Occupying the present is all that we can ever really do, and all these objects can do, even the ones that are historically significant. As Michèle Valerie Cloonan argues in an article concerning the future of archiving, these objects can never be entirely abstracted from the modern context in which they now exist (235). The object in front of us now is not quite the same object that was in front of a reader in 1817. Context strongly affects the way we perceive objects’ meaning and the way we construct narratives around them. Even when we attempt to place ourselves in the mindset of someone from 1817, part of that process involves imagining their mindset, and we imagine their mindset differently now than we did even ten years ago because we are constantly acquiring new information and writing and rewriting narratives. Furthermore, as Cloonan aptly points out, putting these books away in a rare books library does not actually stop them from aging. Simply the fact that time passes is enough to change these books, even if it may be in a small way. Pigments fade and oxidize, ink fades and bleeds, and pages become brittle. No matter how well we take care of these books, they still age, and as such, still have an expiration date of sorts, even if it is long deferred.

That expiration date may not be a bad thing, however. As Purpura alleges, “The ephemeral amplifies the present by giving it a temporal frame” (14). It is the limited nature of the objects and concepts that exist in the ephemeral present that makes them more valuable to us. Knowing that something is temporary forces us to pay attention to it while it is there; the good that it does is concentrated. Instead of small, steady goodness, the ephemeral object displays an intense flash of goodness. Linking this back to marginalia, it suggests to me that though these books may not survive their own usage, they might have a more significant impact on their readers if we allow them to be ephemeral objects. Instead of many people having brief encounters with these books, fewer people might have passionate affairs with them. The communities that exist within them might not be immortal, but they will be strong and complex. If we were to allow special collections books to continue collecting marginalia, to allow twenty first century readers to access the historical community of readers, we would lose these books, but we would truly use them first.

Works Cited:

Bull, James H., Commodore. Record of the Descendants of John and Elizabeth Bull: Early Settlers in Pennsylvania. The Shannon-Conmy Company, 1919.

Cloonan, Michèle Valerie. “W(H)ITHER Preservation?” The Library Quarterly: Information, Community, Policy, vol. 71, no. 2, 2001, pp. 231–242. JSTOR,

Each Sex in their Humour: or, the Histories of the Families of Brightley, Finch, Fortescue, Shelburne, and Stevens. Printed for the Editor, 1764.

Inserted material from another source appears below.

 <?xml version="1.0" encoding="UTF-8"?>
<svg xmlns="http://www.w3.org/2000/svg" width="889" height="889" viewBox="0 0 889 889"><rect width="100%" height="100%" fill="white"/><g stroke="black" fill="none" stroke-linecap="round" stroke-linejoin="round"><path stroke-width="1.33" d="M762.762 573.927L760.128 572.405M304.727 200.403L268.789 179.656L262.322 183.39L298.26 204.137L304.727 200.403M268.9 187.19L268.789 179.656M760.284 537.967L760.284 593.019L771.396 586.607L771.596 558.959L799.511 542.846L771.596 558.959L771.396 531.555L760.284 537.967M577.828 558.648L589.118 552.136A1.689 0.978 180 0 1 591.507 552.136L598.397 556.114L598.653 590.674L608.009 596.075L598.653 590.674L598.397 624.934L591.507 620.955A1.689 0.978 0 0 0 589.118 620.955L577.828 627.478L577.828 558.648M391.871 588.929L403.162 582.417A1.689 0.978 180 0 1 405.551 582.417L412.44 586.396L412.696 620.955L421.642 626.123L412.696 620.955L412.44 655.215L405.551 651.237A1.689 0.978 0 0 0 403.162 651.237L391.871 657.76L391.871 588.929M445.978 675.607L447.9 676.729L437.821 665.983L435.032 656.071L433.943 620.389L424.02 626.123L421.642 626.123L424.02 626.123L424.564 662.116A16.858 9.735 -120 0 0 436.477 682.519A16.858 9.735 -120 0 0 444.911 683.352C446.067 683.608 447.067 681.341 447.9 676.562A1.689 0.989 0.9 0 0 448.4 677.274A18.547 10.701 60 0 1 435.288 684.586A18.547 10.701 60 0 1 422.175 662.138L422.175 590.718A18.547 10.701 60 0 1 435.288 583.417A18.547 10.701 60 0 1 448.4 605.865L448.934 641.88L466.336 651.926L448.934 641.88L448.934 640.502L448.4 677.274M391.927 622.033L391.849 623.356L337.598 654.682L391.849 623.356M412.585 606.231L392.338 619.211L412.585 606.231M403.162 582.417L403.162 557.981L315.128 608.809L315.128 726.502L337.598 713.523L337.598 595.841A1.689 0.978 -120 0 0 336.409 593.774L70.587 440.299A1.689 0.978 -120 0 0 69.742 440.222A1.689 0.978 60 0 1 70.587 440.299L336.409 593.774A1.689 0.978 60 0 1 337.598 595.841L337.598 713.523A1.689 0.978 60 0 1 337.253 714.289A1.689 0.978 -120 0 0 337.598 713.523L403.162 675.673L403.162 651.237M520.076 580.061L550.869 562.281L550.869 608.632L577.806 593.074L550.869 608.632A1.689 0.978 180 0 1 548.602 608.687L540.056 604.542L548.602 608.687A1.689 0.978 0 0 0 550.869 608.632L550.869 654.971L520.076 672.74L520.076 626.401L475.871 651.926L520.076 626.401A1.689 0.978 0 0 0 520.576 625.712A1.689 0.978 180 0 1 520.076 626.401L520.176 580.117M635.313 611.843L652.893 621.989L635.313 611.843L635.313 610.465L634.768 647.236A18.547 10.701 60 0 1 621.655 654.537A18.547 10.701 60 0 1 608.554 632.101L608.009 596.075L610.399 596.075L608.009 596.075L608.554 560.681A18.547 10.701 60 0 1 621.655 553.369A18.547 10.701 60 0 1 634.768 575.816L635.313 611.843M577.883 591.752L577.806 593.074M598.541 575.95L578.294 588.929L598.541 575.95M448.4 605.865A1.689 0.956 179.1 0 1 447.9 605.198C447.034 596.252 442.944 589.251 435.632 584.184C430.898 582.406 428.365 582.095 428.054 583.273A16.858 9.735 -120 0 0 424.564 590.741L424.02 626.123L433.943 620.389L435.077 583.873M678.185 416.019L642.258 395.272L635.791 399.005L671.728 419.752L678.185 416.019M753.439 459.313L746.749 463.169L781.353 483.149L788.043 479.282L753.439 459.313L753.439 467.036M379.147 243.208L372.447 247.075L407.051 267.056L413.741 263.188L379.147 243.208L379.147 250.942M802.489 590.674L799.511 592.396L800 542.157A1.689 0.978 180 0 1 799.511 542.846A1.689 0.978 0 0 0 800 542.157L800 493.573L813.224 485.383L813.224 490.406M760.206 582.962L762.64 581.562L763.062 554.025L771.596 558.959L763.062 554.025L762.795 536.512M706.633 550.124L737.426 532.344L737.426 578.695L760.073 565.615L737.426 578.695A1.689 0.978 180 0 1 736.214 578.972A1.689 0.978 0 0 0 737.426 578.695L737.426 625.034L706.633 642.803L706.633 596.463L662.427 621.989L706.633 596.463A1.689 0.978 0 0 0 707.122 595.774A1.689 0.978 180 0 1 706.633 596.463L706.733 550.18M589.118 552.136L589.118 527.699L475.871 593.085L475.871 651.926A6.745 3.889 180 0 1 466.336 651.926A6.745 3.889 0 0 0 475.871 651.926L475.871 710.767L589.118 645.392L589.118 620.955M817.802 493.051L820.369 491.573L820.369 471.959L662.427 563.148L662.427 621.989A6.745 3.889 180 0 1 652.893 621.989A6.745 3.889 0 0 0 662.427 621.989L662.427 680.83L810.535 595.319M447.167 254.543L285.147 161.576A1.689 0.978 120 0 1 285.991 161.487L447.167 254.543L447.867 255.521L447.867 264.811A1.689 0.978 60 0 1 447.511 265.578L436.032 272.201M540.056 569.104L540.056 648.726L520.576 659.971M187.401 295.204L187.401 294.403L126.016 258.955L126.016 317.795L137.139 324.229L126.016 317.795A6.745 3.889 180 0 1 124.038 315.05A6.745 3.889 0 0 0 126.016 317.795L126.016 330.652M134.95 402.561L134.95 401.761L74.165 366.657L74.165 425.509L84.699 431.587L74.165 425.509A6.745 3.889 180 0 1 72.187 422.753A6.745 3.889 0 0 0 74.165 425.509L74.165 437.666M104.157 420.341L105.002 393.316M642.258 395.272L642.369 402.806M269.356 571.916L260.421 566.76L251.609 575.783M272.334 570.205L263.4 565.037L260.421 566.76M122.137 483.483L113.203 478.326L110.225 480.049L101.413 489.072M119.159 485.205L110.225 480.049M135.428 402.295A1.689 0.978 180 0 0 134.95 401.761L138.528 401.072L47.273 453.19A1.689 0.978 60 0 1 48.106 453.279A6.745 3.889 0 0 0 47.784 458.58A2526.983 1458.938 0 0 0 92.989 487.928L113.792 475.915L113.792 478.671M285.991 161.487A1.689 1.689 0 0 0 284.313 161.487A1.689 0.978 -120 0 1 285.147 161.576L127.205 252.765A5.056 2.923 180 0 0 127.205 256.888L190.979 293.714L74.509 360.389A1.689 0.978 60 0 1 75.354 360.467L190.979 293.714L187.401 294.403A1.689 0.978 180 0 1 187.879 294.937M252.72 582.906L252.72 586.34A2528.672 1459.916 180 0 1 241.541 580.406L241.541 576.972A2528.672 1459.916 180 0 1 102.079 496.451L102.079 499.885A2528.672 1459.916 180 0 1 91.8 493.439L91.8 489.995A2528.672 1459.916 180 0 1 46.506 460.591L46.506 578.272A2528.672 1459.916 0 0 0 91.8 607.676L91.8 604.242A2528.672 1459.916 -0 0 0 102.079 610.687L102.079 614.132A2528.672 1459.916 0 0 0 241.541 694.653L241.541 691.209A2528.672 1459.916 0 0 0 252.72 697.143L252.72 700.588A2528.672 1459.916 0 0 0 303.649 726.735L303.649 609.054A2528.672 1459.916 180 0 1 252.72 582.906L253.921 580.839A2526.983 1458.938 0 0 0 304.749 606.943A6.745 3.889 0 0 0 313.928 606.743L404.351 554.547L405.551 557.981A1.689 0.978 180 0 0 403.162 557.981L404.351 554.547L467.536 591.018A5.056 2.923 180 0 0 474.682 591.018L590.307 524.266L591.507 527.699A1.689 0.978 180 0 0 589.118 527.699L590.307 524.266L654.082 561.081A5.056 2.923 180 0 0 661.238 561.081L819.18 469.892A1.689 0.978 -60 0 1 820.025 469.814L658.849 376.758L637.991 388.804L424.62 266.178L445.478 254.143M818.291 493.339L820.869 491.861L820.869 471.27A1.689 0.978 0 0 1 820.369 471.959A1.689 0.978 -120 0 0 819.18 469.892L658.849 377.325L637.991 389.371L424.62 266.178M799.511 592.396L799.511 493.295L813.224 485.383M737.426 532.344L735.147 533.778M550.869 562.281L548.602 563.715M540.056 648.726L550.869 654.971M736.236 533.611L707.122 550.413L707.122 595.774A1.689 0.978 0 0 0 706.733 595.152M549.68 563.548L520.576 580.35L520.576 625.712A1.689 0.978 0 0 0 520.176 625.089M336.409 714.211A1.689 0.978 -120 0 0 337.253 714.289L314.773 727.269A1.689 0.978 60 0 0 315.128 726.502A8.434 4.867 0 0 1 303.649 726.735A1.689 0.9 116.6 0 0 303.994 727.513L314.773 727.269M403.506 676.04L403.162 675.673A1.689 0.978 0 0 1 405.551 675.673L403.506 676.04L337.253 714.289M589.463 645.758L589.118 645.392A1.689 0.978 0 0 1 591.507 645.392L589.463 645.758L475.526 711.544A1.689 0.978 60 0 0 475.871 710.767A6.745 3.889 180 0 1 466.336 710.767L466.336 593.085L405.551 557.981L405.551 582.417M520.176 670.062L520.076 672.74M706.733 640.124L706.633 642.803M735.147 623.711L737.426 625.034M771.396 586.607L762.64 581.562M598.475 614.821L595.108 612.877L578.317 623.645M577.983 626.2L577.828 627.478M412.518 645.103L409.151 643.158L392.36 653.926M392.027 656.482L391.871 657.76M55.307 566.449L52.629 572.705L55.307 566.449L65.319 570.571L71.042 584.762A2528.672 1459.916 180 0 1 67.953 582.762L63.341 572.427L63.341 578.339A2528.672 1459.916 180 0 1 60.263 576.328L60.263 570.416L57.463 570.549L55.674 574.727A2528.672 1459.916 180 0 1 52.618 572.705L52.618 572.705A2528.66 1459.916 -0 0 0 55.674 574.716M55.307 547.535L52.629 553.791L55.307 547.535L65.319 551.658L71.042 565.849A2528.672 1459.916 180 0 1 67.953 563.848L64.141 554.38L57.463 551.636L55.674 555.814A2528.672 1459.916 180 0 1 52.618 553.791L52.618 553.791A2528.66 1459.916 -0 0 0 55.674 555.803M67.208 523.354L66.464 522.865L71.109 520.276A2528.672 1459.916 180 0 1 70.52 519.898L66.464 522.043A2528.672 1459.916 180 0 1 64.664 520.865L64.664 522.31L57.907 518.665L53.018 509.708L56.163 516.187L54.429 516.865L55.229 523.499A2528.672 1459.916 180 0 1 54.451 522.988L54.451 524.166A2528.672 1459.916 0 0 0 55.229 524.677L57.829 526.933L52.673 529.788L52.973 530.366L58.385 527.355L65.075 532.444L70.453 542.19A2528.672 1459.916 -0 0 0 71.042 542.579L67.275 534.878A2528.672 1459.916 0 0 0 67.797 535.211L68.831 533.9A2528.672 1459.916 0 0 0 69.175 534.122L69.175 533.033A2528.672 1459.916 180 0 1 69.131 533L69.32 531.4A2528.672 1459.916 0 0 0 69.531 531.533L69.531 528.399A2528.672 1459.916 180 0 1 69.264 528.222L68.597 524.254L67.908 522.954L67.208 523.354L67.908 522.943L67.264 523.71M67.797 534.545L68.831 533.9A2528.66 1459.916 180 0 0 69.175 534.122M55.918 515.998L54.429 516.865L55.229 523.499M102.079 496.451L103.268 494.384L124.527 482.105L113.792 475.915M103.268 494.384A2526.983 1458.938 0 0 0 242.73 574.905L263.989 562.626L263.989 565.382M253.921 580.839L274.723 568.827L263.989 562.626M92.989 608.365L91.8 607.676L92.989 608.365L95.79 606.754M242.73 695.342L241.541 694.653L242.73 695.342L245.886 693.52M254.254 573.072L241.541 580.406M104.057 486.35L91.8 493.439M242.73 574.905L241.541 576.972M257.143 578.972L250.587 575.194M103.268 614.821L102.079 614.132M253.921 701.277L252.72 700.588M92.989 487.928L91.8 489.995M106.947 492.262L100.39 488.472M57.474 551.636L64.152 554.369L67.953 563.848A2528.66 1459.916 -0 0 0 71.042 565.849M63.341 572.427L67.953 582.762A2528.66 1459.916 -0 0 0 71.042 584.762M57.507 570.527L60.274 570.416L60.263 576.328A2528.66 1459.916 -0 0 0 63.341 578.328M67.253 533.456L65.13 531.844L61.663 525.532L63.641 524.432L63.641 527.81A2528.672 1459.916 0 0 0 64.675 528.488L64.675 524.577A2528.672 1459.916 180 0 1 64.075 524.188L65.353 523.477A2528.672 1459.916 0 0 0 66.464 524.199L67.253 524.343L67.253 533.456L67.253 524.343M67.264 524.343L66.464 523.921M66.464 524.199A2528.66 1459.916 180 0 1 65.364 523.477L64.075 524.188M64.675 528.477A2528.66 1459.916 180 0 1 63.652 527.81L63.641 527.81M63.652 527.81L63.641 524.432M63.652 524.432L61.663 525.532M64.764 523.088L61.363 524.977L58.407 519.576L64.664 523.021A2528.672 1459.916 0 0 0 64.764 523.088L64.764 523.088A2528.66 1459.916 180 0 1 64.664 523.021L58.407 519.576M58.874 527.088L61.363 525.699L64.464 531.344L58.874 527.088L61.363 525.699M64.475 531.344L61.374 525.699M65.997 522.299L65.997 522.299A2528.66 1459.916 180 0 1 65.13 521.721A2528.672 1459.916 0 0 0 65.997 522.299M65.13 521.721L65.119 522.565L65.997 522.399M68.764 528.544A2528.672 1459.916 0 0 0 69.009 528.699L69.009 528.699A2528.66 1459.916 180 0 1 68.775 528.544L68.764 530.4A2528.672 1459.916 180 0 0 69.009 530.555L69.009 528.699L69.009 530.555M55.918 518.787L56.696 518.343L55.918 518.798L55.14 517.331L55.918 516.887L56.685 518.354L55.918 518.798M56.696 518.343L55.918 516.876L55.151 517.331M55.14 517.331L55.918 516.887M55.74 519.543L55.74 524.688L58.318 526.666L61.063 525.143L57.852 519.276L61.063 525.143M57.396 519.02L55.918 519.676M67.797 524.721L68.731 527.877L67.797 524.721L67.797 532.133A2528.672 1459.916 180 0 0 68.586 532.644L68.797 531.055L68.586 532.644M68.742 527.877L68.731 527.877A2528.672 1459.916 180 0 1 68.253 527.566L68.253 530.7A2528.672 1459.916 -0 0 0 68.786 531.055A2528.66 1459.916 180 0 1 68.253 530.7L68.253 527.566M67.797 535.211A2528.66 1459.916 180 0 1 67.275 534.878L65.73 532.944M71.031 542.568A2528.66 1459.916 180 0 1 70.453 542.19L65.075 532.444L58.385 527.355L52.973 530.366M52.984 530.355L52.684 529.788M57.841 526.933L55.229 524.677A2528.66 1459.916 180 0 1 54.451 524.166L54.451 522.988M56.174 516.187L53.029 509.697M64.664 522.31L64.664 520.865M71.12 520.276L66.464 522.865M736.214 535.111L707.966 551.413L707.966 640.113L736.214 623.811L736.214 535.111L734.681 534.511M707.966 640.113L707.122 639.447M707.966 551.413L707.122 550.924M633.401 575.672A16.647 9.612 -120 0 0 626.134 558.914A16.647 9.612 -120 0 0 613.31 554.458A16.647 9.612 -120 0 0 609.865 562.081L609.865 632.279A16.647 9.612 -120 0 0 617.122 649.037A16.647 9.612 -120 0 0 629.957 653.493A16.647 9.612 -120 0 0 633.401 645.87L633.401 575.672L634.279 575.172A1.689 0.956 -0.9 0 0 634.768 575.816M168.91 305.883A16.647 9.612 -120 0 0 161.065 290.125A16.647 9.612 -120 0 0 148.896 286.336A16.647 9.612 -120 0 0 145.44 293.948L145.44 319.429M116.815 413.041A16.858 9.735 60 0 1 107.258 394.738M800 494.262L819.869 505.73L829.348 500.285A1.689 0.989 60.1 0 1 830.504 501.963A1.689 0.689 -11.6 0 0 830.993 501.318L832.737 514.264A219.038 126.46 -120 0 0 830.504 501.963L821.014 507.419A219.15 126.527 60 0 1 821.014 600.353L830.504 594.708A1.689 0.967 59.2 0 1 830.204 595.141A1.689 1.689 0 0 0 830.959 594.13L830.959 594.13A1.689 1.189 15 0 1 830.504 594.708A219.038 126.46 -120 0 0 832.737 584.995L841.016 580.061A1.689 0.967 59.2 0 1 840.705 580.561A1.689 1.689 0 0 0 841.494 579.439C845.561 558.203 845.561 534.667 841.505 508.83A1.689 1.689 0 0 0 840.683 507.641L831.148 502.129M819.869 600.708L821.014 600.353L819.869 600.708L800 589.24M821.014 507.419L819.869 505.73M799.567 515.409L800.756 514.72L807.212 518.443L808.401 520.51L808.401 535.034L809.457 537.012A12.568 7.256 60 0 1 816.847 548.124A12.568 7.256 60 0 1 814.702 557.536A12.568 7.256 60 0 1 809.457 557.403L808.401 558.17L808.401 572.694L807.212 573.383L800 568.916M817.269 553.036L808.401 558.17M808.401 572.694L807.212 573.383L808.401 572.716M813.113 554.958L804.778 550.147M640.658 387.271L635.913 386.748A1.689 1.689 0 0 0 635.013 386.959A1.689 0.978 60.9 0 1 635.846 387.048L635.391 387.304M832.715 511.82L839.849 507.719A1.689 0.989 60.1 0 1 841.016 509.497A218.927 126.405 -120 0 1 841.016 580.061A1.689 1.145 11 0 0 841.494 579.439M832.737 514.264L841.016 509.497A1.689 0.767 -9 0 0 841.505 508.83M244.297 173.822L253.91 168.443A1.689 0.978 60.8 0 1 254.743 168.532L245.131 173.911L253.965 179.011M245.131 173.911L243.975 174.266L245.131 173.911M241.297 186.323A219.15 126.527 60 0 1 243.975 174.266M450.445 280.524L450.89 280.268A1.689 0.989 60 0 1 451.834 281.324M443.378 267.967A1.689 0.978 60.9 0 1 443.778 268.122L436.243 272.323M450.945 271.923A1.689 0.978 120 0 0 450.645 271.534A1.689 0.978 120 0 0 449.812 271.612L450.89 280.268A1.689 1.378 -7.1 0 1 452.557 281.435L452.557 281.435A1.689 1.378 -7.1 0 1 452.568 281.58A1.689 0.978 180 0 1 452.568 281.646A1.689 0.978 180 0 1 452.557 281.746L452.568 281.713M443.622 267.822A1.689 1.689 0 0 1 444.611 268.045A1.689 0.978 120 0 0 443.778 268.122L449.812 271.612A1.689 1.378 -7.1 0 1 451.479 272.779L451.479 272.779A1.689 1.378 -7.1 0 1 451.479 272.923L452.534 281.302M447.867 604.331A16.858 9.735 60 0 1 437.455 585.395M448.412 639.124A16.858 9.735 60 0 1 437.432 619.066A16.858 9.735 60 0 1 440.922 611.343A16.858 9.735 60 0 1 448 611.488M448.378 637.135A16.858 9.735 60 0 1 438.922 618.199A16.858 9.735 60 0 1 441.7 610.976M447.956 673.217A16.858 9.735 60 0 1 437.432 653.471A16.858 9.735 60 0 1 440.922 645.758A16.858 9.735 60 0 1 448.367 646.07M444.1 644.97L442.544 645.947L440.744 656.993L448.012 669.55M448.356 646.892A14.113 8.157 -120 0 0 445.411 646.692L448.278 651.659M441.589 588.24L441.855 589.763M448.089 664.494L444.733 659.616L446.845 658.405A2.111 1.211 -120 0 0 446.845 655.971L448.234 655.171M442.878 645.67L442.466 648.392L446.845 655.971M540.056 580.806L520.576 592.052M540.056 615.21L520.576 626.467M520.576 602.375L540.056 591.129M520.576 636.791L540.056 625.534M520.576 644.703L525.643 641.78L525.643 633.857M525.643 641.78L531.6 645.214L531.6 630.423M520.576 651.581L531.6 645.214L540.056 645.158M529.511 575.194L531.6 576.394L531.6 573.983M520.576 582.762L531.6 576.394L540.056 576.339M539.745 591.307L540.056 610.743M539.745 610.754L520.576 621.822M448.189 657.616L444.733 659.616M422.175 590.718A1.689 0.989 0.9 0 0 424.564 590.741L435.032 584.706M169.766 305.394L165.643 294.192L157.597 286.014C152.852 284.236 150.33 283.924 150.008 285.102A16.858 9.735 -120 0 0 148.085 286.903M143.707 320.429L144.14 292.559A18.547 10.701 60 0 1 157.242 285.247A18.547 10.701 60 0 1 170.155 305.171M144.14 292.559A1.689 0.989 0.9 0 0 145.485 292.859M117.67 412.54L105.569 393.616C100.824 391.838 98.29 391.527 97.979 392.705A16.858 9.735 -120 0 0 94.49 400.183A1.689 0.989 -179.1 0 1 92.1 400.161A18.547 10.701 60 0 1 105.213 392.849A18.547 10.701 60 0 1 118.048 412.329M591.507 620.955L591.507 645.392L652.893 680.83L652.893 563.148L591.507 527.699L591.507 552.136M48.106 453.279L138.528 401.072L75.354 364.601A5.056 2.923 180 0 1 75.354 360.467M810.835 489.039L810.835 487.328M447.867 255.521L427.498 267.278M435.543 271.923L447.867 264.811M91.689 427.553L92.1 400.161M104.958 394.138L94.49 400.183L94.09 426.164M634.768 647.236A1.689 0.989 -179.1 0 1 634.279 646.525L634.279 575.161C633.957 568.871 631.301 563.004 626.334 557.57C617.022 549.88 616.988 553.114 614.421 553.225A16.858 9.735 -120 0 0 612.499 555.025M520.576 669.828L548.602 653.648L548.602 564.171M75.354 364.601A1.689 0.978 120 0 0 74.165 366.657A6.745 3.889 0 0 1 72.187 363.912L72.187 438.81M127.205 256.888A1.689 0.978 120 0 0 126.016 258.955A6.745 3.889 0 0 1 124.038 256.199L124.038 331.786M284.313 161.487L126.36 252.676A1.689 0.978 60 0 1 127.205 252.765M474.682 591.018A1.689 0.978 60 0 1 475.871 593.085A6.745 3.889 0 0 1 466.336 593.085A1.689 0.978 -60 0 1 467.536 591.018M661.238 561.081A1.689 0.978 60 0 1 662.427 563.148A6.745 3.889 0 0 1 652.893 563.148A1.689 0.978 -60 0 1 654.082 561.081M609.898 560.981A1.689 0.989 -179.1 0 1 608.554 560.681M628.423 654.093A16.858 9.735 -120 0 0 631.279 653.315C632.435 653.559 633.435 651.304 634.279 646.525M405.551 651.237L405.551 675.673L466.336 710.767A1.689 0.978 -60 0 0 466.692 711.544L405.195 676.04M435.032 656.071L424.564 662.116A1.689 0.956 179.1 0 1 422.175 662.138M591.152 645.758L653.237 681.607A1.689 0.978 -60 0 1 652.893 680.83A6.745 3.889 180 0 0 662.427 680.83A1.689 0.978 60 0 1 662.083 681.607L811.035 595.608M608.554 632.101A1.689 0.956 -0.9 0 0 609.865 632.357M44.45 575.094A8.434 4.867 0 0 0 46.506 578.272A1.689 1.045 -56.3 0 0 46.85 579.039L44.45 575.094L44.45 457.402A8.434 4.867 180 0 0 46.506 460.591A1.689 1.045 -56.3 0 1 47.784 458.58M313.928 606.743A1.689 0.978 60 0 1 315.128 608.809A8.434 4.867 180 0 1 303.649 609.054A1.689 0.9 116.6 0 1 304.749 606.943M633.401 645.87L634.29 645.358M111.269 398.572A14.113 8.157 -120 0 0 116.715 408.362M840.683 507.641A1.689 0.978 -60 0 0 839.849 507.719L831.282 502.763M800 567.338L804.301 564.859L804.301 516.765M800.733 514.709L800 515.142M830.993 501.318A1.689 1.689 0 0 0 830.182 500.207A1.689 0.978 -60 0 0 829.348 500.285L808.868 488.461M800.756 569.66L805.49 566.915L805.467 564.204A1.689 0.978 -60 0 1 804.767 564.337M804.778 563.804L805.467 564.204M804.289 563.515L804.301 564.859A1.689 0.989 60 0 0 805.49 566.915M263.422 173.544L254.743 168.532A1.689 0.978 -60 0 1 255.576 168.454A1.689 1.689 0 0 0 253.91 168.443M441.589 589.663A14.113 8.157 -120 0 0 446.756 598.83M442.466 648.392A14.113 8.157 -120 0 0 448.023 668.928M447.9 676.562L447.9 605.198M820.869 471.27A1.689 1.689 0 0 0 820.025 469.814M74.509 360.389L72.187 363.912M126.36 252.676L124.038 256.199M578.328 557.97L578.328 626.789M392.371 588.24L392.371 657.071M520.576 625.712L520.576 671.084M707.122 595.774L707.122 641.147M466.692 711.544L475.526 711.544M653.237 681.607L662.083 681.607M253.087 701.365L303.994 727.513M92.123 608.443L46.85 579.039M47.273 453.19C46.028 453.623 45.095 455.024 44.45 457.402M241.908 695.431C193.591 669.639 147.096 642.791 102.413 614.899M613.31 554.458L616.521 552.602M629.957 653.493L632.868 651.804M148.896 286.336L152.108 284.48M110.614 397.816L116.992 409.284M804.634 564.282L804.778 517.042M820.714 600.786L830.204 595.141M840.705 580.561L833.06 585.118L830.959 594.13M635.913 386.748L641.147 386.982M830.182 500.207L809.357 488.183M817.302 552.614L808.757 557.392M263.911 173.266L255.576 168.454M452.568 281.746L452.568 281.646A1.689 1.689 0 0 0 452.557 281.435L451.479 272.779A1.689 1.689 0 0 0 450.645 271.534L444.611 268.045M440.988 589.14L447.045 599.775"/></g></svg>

“The History of St. John’s.” St. John’s Episcopal Church. Accessed 23 June 2017.

“Pawling, Levi, (1773-1885).” Biographical Directory of the United States Congress, Accessed 23 June 2017.

Purpura, Allyson. “Framing the Ephemeral.” African Arts, vol. 42, no. 3, 2009, pp. 11–15. JSTOR,

Sterne, Laurence. The Works of Laurence Sterne: Complete in Eight Volumes. Printed for the Proprietors, 1790. Currently housed in the University of Pennsylvania’s Kislak Center.

Wiley, Samuel T. Biographical and Portrait Cyclopedia of Montgomery County, Pennsylvania, Containing Biographical Sketches of Prominent and Representative Citizens of the County, Together with an Introductory Historical Sketch. Biographical Publishing Company, 1895.